Print every record exactly, but leave out the pictures.

========

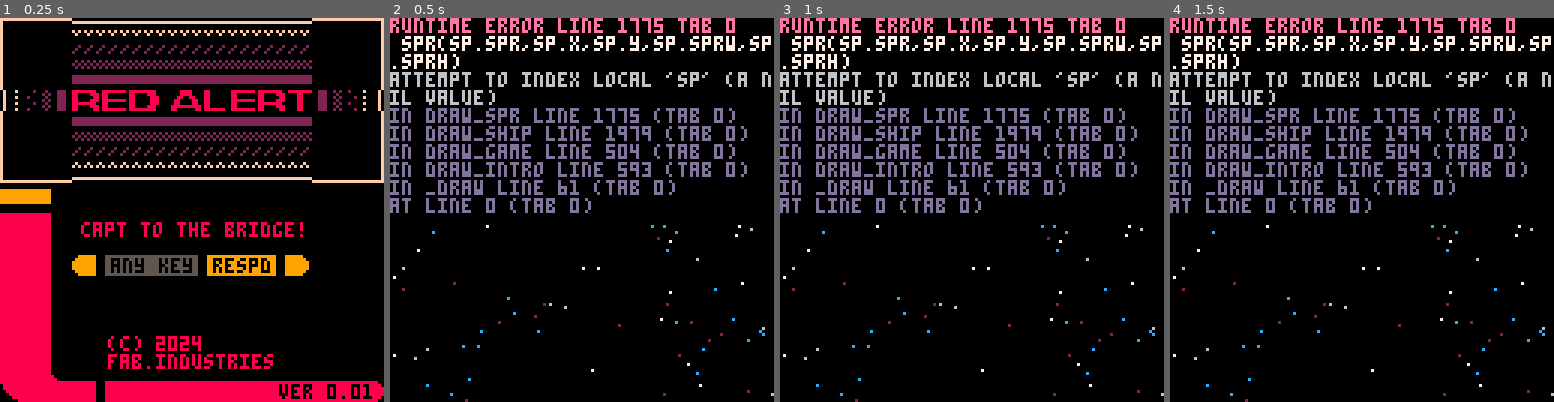
Above: before the commit, frames 1-4 (left to right).
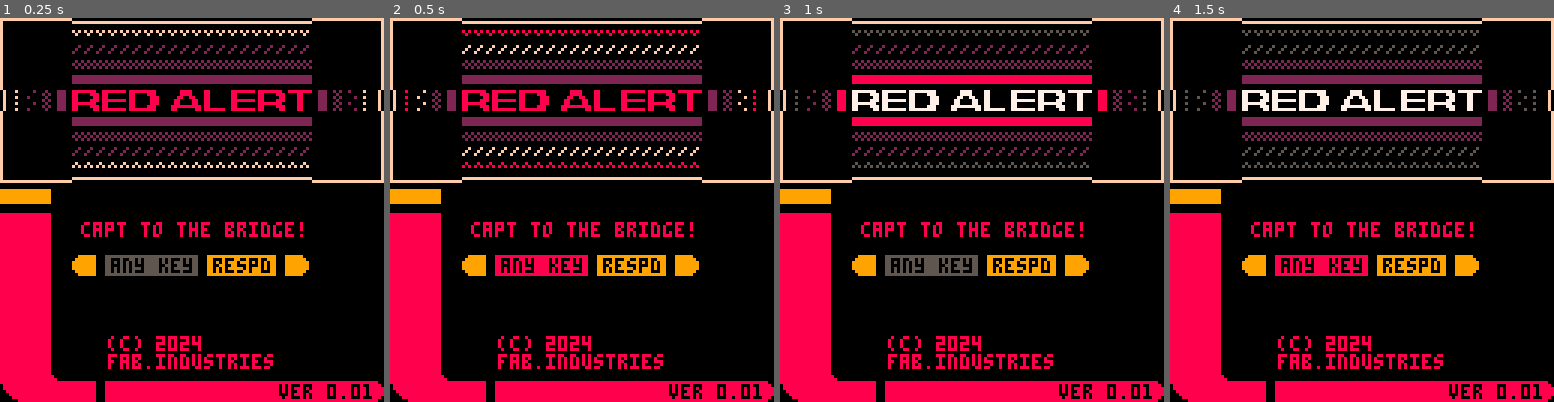
Above: after the commit, the same moments.

Repository: fab-industries/red-alert
Game: PICO-8 cartridge redalert.p8
Two runs of this game, one before a commit and one after it. Both use one fixed random seed, a clock stepped at 60 frames per second and the inputs below.
Inputs:
- Up to frame 1 (0.25 s): no input
- Up to frame 2 (0.5 s): tap X (X key) at 0.33 s
- Up to frame 3 (1 s): tap O (Z key) at 0.7 s
- Up to frame 4 (1.5 s): tap X (X key) at 1.07 s

Frame 1 is identical in both runs. In frame 2, 36% of the frame differs, in the area x 0-100%, y 0-100%; in frame 3, 36%; in frame 4, 36%.
Error before the commit: runtime error line 1775 tab 0; spr(sp.spr,sp.x,sp.y,sp.sprw,sp.sprh); attempt to index local 'sp' (a nil value)

Commit message:
Code cleanup

Diff:
--- a/redalert.p8
+++ b/redalert.p8
@@ -410,9 +410,7 @@
 
 function update_start()
 
- if btn(❎)==false and btn(🅾️)==false then
-  btnrel=true
- end
+btnrel=not btn(❎) and not btn(🅾️)
 
  if btnrel then
   if btnp(❎) or btnp(🅾️) then
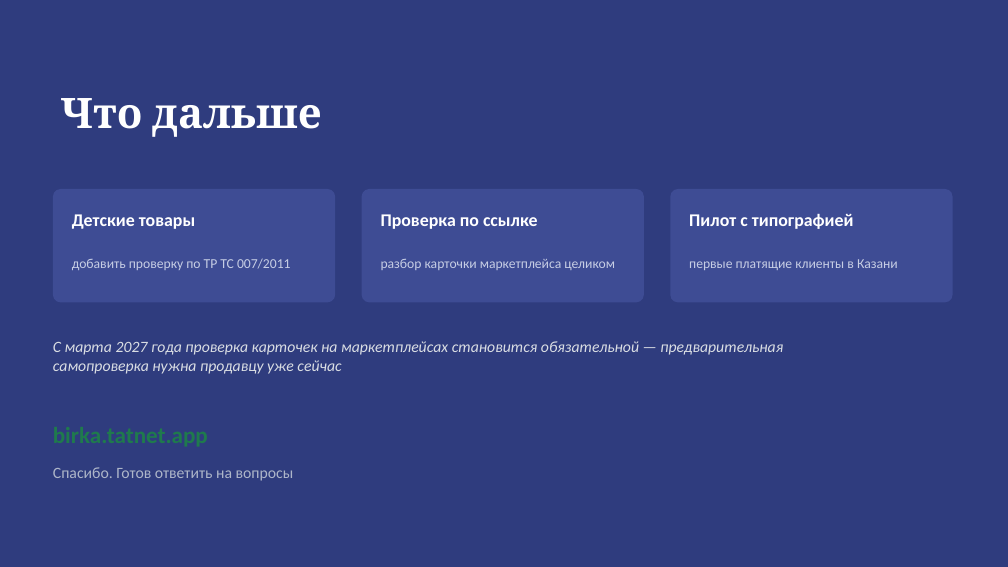
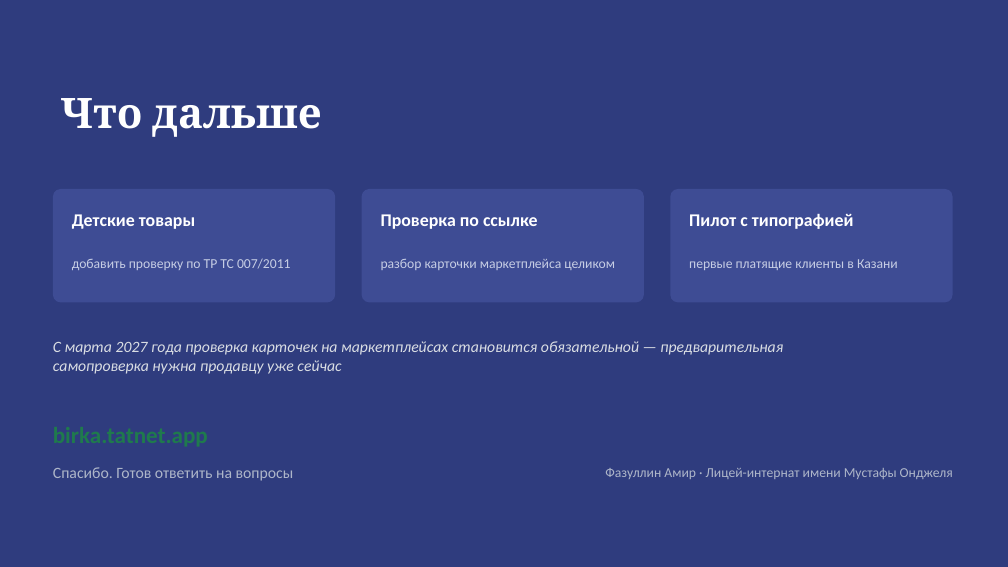
Before and after one commit to amirfazulen-byte/project, a slide deck: slide 8 of deck/Бирка.pptx (slide 9 before the commit). Drawn at 1008x567 pixels with LibreOffice and Linux fonts; fonts in the diff are those of the drawing. Boxes give left, top, right and bottom in pixels: in the first picture for what was removed or moved away, otherwise in the second. Text is boxed around its words. In the diff, an @@ line names an element or a change of style, - is before the commit and + after.

```diff
--- a/deck/Бирка.pptx
+++ b/deck/Бирка.pptx
@@ text added at (605, 468, 953, 479), 13 pt, text #AEB6C9 @@
+Фазуллин Амир · Лицей-интернат имени Мустафы Онджеля
```
Also in this commit, not shown: 1 other slide changed, 1 slide removed, 1 other file.

========

▶ **Response to this exercise**:
Above: before the commit, frames 1-4 (left to right).
Above: after the commit, the same moments.

Repository: fab-industries/red-alert
Game: PICO-8 cartridge redalert.p8
Two runs of this game, one before a commit and one after it. Both use one fixed random seed, a clock stepped at 60 frames per second and the inputs below.
Inputs:
- Up to frame 1 (0.25 s): no input
- Up to frame 2 (0.5 s): tap X (X key) at 0.33 s
- Up to frame 3 (1 s): tap O (Z key) at 0.7 s
- Up to frame 4 (1.5 s): tap X (X key) at 1.07 s

Frame 1 is identical in both runs. In frame 2, 36% of the frame differs, in the area x 0-100%, y 0-100%; in frame 3, 36%; in frame 4, 36%.
Error before the commit: runtime error line 1775 tab 0; spr(sp.spr,sp.x,sp.y,sp.sprw,sp.sprh); attempt to index local 'sp' (a nil value)

Commit message:
Code cleanup

Diff:
--- a/redalert.p8
+++ b/redalert.p8
@@ -410,9 +410,7 @@
 
 function update_start()
 
- if btn(❎)==false and btn(🅾️)==false then
-  btnrel=true
- end
+btnrel=not btn(❎) and not btn(🅾️)
 
  if btnrel then
   if btnp(❎) or btnp(🅾️) then
Before and after one commit to amirfazulen-byte/project, a slide deck: slide 8 of deck/Бирка.pptx (slide 9 before the commit). Drawn at 1008x567 pixels with LibreOffice and Linux fonts; fonts in the diff are those of the drawing. Boxes give left, top, right and bottom in pixels: in the first picture for what was removed or moved away, otherwise in the second. Text is boxed around its words. In the diff, an @@ line names an element or a change of style, - is before the commit and + after.

```diff
--- a/deck/Бирка.pptx
+++ b/deck/Бирка.pptx
@@ text added at (605, 468, 953, 479), 13 pt, text #AEB6C9 @@
+Фазуллин Амир · Лицей-интернат имени Мустафы Онджеля
```
Also in this commit, not shown: 1 other slide changed, 1 slide removed, 1 other file.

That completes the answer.